Семен Васильев засмеялся:
— Затравку даешь, инженер? — И уже серьезно: — Между прочим, если по-честному, надоело в середнячках ходить. Рвануть бы на всю катушку! Чтоб шел по городу, а люди показывали: вон Семен Васильев идет. На Усте рекорд ахнул со своими дружками… Что скажешь, Серега?
— Фантастика, — усмехнулся Чувилов. — Ни с того ни с сего — орлы? А где у нас крылья?
— Вырастут, — сказал Павел.
Струг снова пустили. Семен пополз к своим секциям передвигать гидродомкраты, а Павел вернулся к приводу…
…Прошло
Это были нелегкие для Павла дни, когда он как бы исподволь, опасаясь разрушить только-только зарождающееся к нему доверие, готовил людей к мысли, что они должны сделать тот особый рывок, который им покажет, на что они способны. И сделать этот рывок всем вместе. Нет, Павел думал сейчас не о рекорде — он отлично понимал, что до какого бы то ни было рекорда еще очень далеко, к нему обычно готовятся долго и основательно, но заметный, ощутимый сдвиг должен быть обязательно.

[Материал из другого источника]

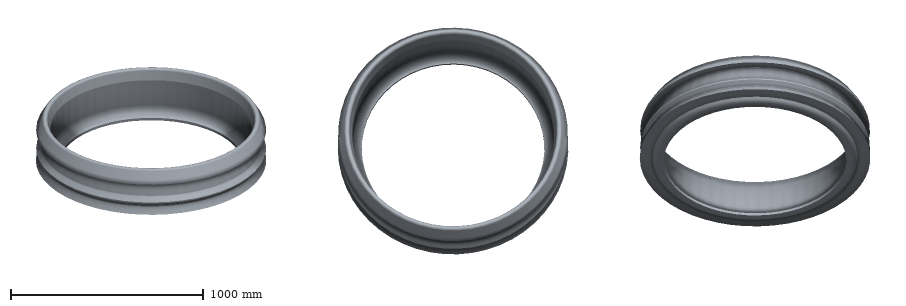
import cadquery as cq
import math

height = 270.0
outer_radius = 1200 / 2
upper_radius = 1195.0 / 2

bore_radius = 950.0 / 2
wall_radius = 1050.0 / 2
bore_lip_height = 15.0
floor_curve_radius = wall_radius - bore_radius
floor_curve_top = bore_lip_height + floor_curve_radius
mouth_start = 210.0
mouth_slope = math.atan2(1.2, 4.0)

rim_radius = 15.0
rim_center_radius = 553.0
rim_center_height = height - rim_radius

top_flange_slope = math.radians(33.5)
top_flange_bottom = 198.0
top_flange_edge_height = 4.0
top_flange_curve_radius = 36.0

neck_top_radius = 550.0
neck_top = 192.0
neck_bottom_radius = 575.0
neck_bottom = 120.0
neck_chamfer = top_flange_bottom - neck_top

ridge_top = 94.0
ridge_bottom = 86.0

groove_radius = 1155.0 / 2
groove_top = 65.0
groove_bottom = 59.0
bottom_flange_height = 22.0

foot_radius = 504.0
foot_curve_radius = 34.0


def polar(center, radius, angle):
    """Point on a circle in the radius-height plane."""
    return (center[0] + radius * math.cos(angle), center[1] + radius * math.sin(angle))


rim_center = (rim_center_radius, rim_center_height)
rim_outer = polar(rim_center, rim_radius, top_flange_slope)
rim_crest = polar(rim_center, rim_radius, math.pi / 2)
rim_inner = polar(rim_center, rim_radius, math.pi - mouth_slope)

flange_edge_top = top_flange_bottom + top_flange_edge_height
flange_center = (upper_radius - top_flange_curve_radius, flange_edge_top)
flange_curve_mid = polar(flange_center, top_flange_curve_radius, top_flange_slope / 2)
flange_curve_top = polar(flange_center, top_flange_curve_radius, top_flange_slope)

foot_center = (foot_radius, foot_curve_radius)
foot_end_angle = math.asin((bottom_flange_height - foot_curve_radius) / foot_curve_radius)
foot_curve_mid = polar(foot_center, foot_curve_radius, (foot_end_angle - math.pi / 2) / 2)
foot_curve_top = polar(foot_center, foot_curve_radius, foot_end_angle)

floor_center = (bore_radius, floor_curve_top)
floor_curve_mid = polar(floor_center, floor_curve_radius, -math.pi / 4)

section = (
    cq.Workplane("XZ")
    .moveTo(bore_radius, 0)
    .lineTo(foot_radius, 0)
    .threePointArc(foot_curve_mid, foot_curve_top)
    .lineTo(outer_radius, bottom_flange_height)
    .lineTo(groove_radius, groove_bottom)
    .lineTo(groove_radius, groove_top)
    .lineTo(upper_radius, ridge_bottom)
    .lineTo(upper_radius, ridge_top)
    .lineTo(neck_bottom_radius, neck_bottom)
    .lineTo(neck_top_radius, neck_top)
    .lineTo(neck_top_radius + neck_chamfer, top_flange_bottom)
    .lineTo(upper_radius, top_flange_bottom)
    .lineTo(upper_radius, flange_edge_top)
    .threePointArc(flange_curve_mid, flange_curve_top)
    .lineTo(*rim_outer)
    .threePointArc(rim_crest, rim_inner)
    .lineTo(wall_radius, mouth_start)
    .lineTo(wall_radius, floor_curve_top)
    .threePointArc(floor_curve_mid, (bore_radius, bore_lip_height))
    .close()
)

result = section.revolve(360, (0, 0, 0), (0, 1, 0))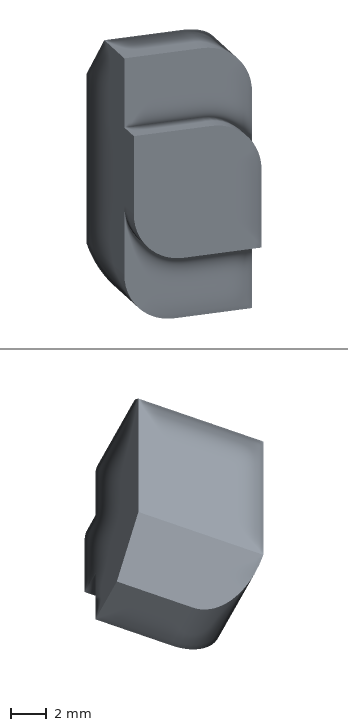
import cadquery as cq

height = 16.0
width = 7.7
body_depth = 6.0
corner_radius = 3.0

top_slope_run = 2.83
top_slope_drop = corner_radius
bottom_slope_run = top_slope_drop
bottom_slope_drop = top_slope_run

boss_depth = 1.5
boss_height = width


def rounded_plate(plate_width, plate_height, start_x, depth):
    """Plate along +X, rounded at its two opposite corners (+Y, +Z) and (-Y, -Z)."""
    plate = cq.Workplane("YZ", origin=(start_x, 0, 0)).rect(plate_width, plate_height).extrude(depth)
    return plate.edges("|X and (>(0, 1, 1) or <(0, 1, 1))").fillet(corner_radius)


def sloped_cut(run, drop, side):
    """Wedge across the full width at the top (side = 1) or bottom (side = -1) of the -X face."""
    edge_z = side * height / 2
    corners = [(0, edge_z), (run, edge_z), (0, edge_z - side * drop)]
    return cq.Workplane("XZ").polyline(corners).close().extrude(width, both=True)


body = rounded_plate(width, height, 0, body_depth)
body = body.cut(sloped_cut(top_slope_run, top_slope_drop, 1))
body = body.cut(sloped_cut(bottom_slope_run, bottom_slope_drop, -1))

boss = rounded_plate(width, boss_height, body_depth, boss_depth)

result = body.union(boss)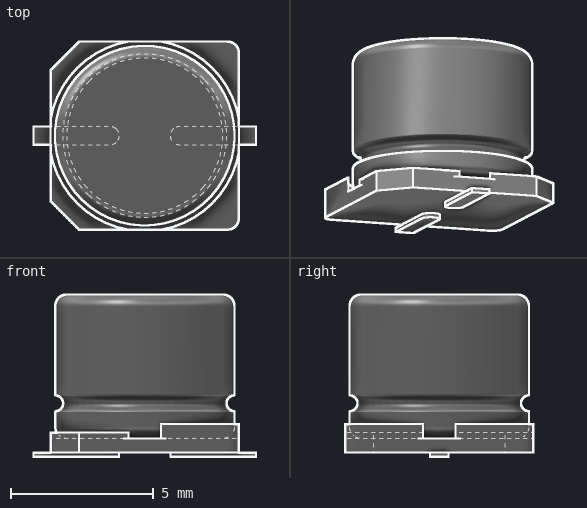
import cadquery as cq
import math

total_height = 5.7
lead_span = 7.8

lead_width = 0.65
lead_thickness = 0.15
lead_inner_end = 0.9

base_size = 6.6
base_bottom = lead_thickness
base_low_top = 0.85
base_high_top = 1.15
base_chamfer = 1.0
base_corner_radius = 0.4

seat_radius = 3.35
seat_floor = 0.65

can_diameter = 6.3
can_radius = can_diameter / 2
can_edge_radius = 0.42

groove_center_height = 1.88
groove_depth = 0.28
groove_half_width = 0.27
lip_radius = 0.05


def make_base():
    """Square plate: -X corners chamfered, +X corners rounded, +X half taller."""
    plate = (
        cq.Workplane("XY")
        .workplane(offset=base_bottom)
        .rect(base_size, base_size)
        .extrude(base_high_top - base_bottom)
        .edges("|Z and <X")
        .chamfer(base_chamfer)
        .edges("|Z and >X")
        .fillet(base_corner_radius)
    )
    low_half_cut = (
        cq.Workplane("XY")
        .workplane(offset=base_low_top)
        .center(-base_size / 4, 0)
        .rect(base_size / 2, base_size)
        .extrude(base_high_top - base_low_top)
    )
    seat_cut = (
        cq.Workplane("XY")
        .workplane(offset=seat_floor)
        .circle(seat_radius)
        .extrude(base_high_top - seat_floor)
    )
    return plate.cut(low_half_cut).cut(seat_cut)


def arc_mid_inset(radius):
    """Inset of a quarter round's midpoint from each of the two sides it joins."""
    return radius * (1 - math.cos(math.radians(45)))


def make_can():
    """Revolved can with rounded ends and a lipped crimp groove."""
    lip_inner_radius = can_radius - lip_radius
    groove_bottom = groove_center_height - groove_half_width
    groove_top = groove_center_height + groove_half_width
    lip_mid_offset = arc_mid_inset(lip_radius)
    lip_mid_radius = can_radius - lip_mid_offset
    edge_mid_offset = arc_mid_inset(can_edge_radius)
    edge_mid_radius = can_radius - edge_mid_offset
    flat_radius = can_radius - can_edge_radius

    profile = (
        cq.Workplane("XZ")
        .moveTo(0, seat_floor)
        .lineTo(flat_radius, seat_floor)
        .threePointArc(
            (edge_mid_radius, seat_floor + edge_mid_offset),
            (can_radius, seat_floor + can_edge_radius),
        )
        .lineTo(can_radius, groove_bottom - lip_radius)
        .threePointArc(
            (lip_mid_radius, groove_bottom - lip_mid_offset),
            (lip_inner_radius, groove_bottom),
        )
        .threePointArc(
            (can_radius - groove_depth, groove_center_height),
            (lip_inner_radius, groove_top),
        )
        .threePointArc(
            (lip_mid_radius, groove_top + lip_mid_offset),
            (can_radius, groove_top + lip_radius),
        )
        .lineTo(can_radius, total_height - can_edge_radius)
        .threePointArc(
            (edge_mid_radius, total_height - edge_mid_offset),
            (flat_radius, total_height),
        )
        .lineTo(0, total_height)
        .close()
    )
    return profile.revolve(360, (0, 0, 0), (0, 1, 0))


def make_lead(side):
    """Flat lead under the base; side is +1 or -1 along X, inner end is round."""
    half_width = lead_width / 2
    outer_x = side * lead_span / 2
    inner_x = side * lead_inner_end
    round_start_x = side * (lead_inner_end + half_width)
    return (
        cq.Workplane("XY")
        .moveTo(outer_x, -half_width)
        .lineTo(round_start_x, -half_width)
        .threePointArc((inner_x, 0), (round_start_x, half_width))
        .lineTo(outer_x, half_width)
        .close()
        .extrude(lead_thickness)
    )


result = make_base().union(make_can())
for lead_side in (-1, 1):
    result = result.union(make_lead(lead_side))

Как ни странно, начальник участка Андрей Андреевич Симкин отнесся к идее Павла весьма прохладно. Причину такого отношения Симкина Павел понять не мог, тем более, что Андрей Андреевич еще недавно сам возлагал большие надежды на новую струговую установку. «Поостыть-то он, конечно, поостыл, — думал Павел, — но неужели у него не осталось никакого запала?»
Как-то Андрей Андреевич ему сказал:
— Не понимаю тебя, Селянин. Ты инженер или кто?
— Я тоже вас не понимаю, — ответил Павел. — Вы о чем?
— А вот о чем. Я не раз видел, как ты, собрав вокруг себя своих рабочих, начинаешь обсуждать с ними те или иные проблемы. Притом такие проблемы, которые не всегда доступны их пониманию. Вопросы научно-технической революции, проблемы советских менеджеров, научной организации труда… Народный университет… Может, скоро политэкономией с ними займешься?
— Уже занялся, — заметил Павел.
— А ты действительно убежден, что рабочему очистного забоя важно все это знать? Может быть, было бы больше пользы, если бы ты затрачивал свое и их время на другое?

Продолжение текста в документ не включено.